> **Description of the task**
Output each entry verbatim and exclude every picture from it.

_____

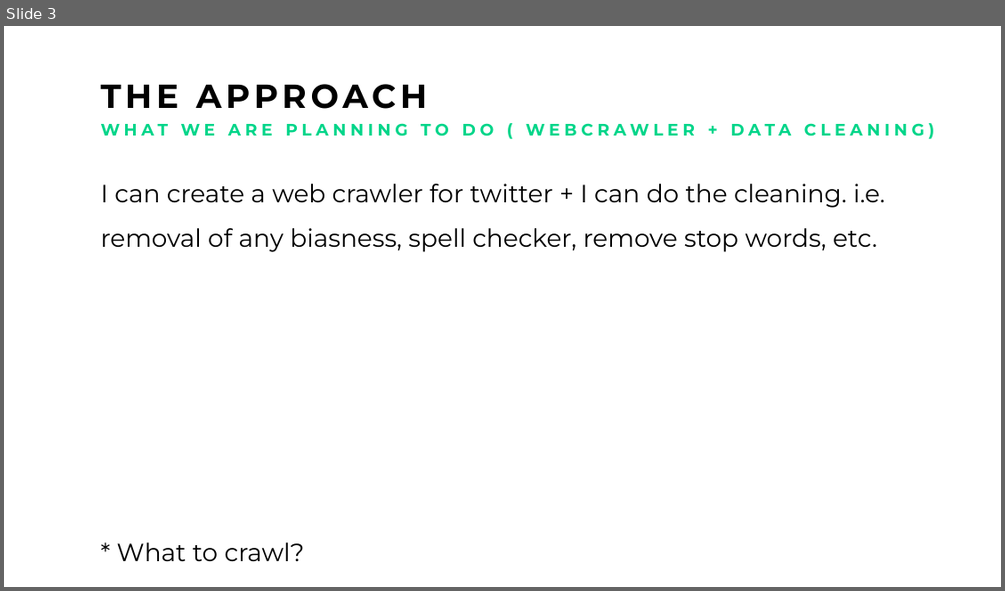
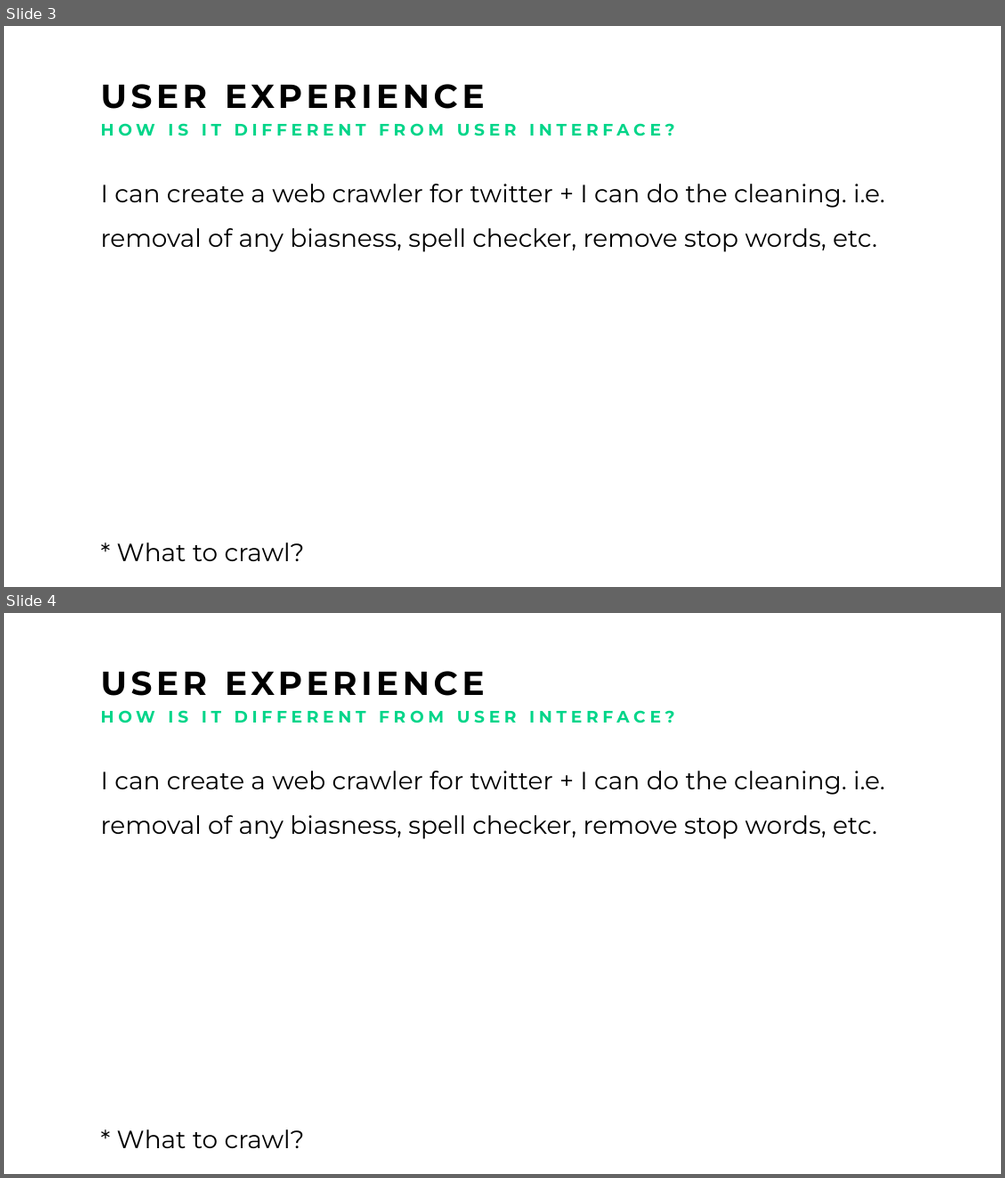
Before and after one commit to Michaelomh/personal-blog, a slide deck: static/img/drive/Artificial Not-So Intelligent Pitch.pptx. Shown one above the other, each under a label of ours: slide 3 before the commit, slides 3 and 4 after it. The pictures are 1005x591 and 1005x1178 pixels, drawn with LibreOffice and Linux fonts; fonts in the diff are those of the drawing. Boxes give left, top, right and bottom in pixels: in the first picture for what was removed or moved away, otherwise in the second. Text is boxed around its words. In the diff, an @@ line names an element or a change of style, - is before the commit and + after.

```diff
--- a/static/img/drive/Artificial Not-So Intelligent Pitch.pptx
+++ b/static/img/drive/Artificial Not-So Intelligent Pitch.pptx
@@ slide 4 added at [4, 613, 1001, 1174], background #FFFFFF @@
@@ text added at [101, 671, 485, 696], 24 pt, text #000000, bold @@
+USER EXPERIENCE
@@ text added at [101, 710, 674, 723], 12 pt, text #01D589, bold @@
+HOW IS IT DIFFERENT FROM USER INTERFACE?
@@ text added at [101, 771, 885, 1148], 18 pt, text #000000 @@
+I can create a web crawler for twitter + I can do the cleaning. i.e. removal of any biasness, spell checker, remove stop words, etc.
+* What to crawl?
@@ slide 3 changed as well @@
@@ text at [101, 84, 485, 109]: text changed @@
-THE APPROACH
+USER EXPERIENCE
@@ text at [101, 123, 674, 136]: text changed @@
-WHAT WE ARE PLANNING TO DO ( WEBCRAWLER + DATA CLEANING)
+HOW IS IT DIFFERENT FROM USER INTERFACE?
```
Also in this commit, not shown: 1 other slide changed, 8 other slides added, 1 slide removed, 3 other files.

_____

> **Reply**
Before and after one commit to Michaelomh/personal-blog, a slide deck: static/img/drive/Artificial Not-So Intelligent Pitch.pptx. Shown one above the other, each under a label of ours: slide 3 before the commit, slides 3 and 4 after it. The pictures are 1005x591 and 1005x1178 pixels, drawn with LibreOffice and Linux fonts; fonts in the diff are those of the drawing. Boxes give left, top, right and bottom in pixels: in the first picture for what was removed or moved away, otherwise in the second. Text is boxed around its words. In the diff, an @@ line names an element or a change of style, - is before the commit and + after.

```diff
--- a/static/img/drive/Artificial Not-So Intelligent Pitch.pptx
+++ b/static/img/drive/Artificial Not-So Intelligent Pitch.pptx
@@ slide 4 added at [4, 613, 1001, 1174], background #FFFFFF @@
@@ text added at [101, 671, 485, 696], 24 pt, text #000000, bold @@
+USER EXPERIENCE
@@ text added at [101, 710, 674, 723], 12 pt, text #01D589, bold @@
+HOW IS IT DIFFERENT FROM USER INTERFACE?
@@ text added at [101, 771, 885, 1148], 18 pt, text #000000 @@
+I can create a web crawler for twitter + I can do the cleaning. i.e. removal of any biasness, spell checker, remove stop words, etc.
+* What to crawl?
@@ slide 3 changed as well @@
@@ text at [101, 84, 485, 109]: text changed @@
-THE APPROACH
+USER EXPERIENCE
@@ text at [101, 123, 674, 136]: text changed @@
-WHAT WE ARE PLANNING TO DO ( WEBCRAWLER + DATA CLEANING)
+HOW IS IT DIFFERENT FROM USER INTERFACE?
```
Also in this commit, not shown: 1 other slide changed, 8 other slides added, 1 slide removed, 3 other files.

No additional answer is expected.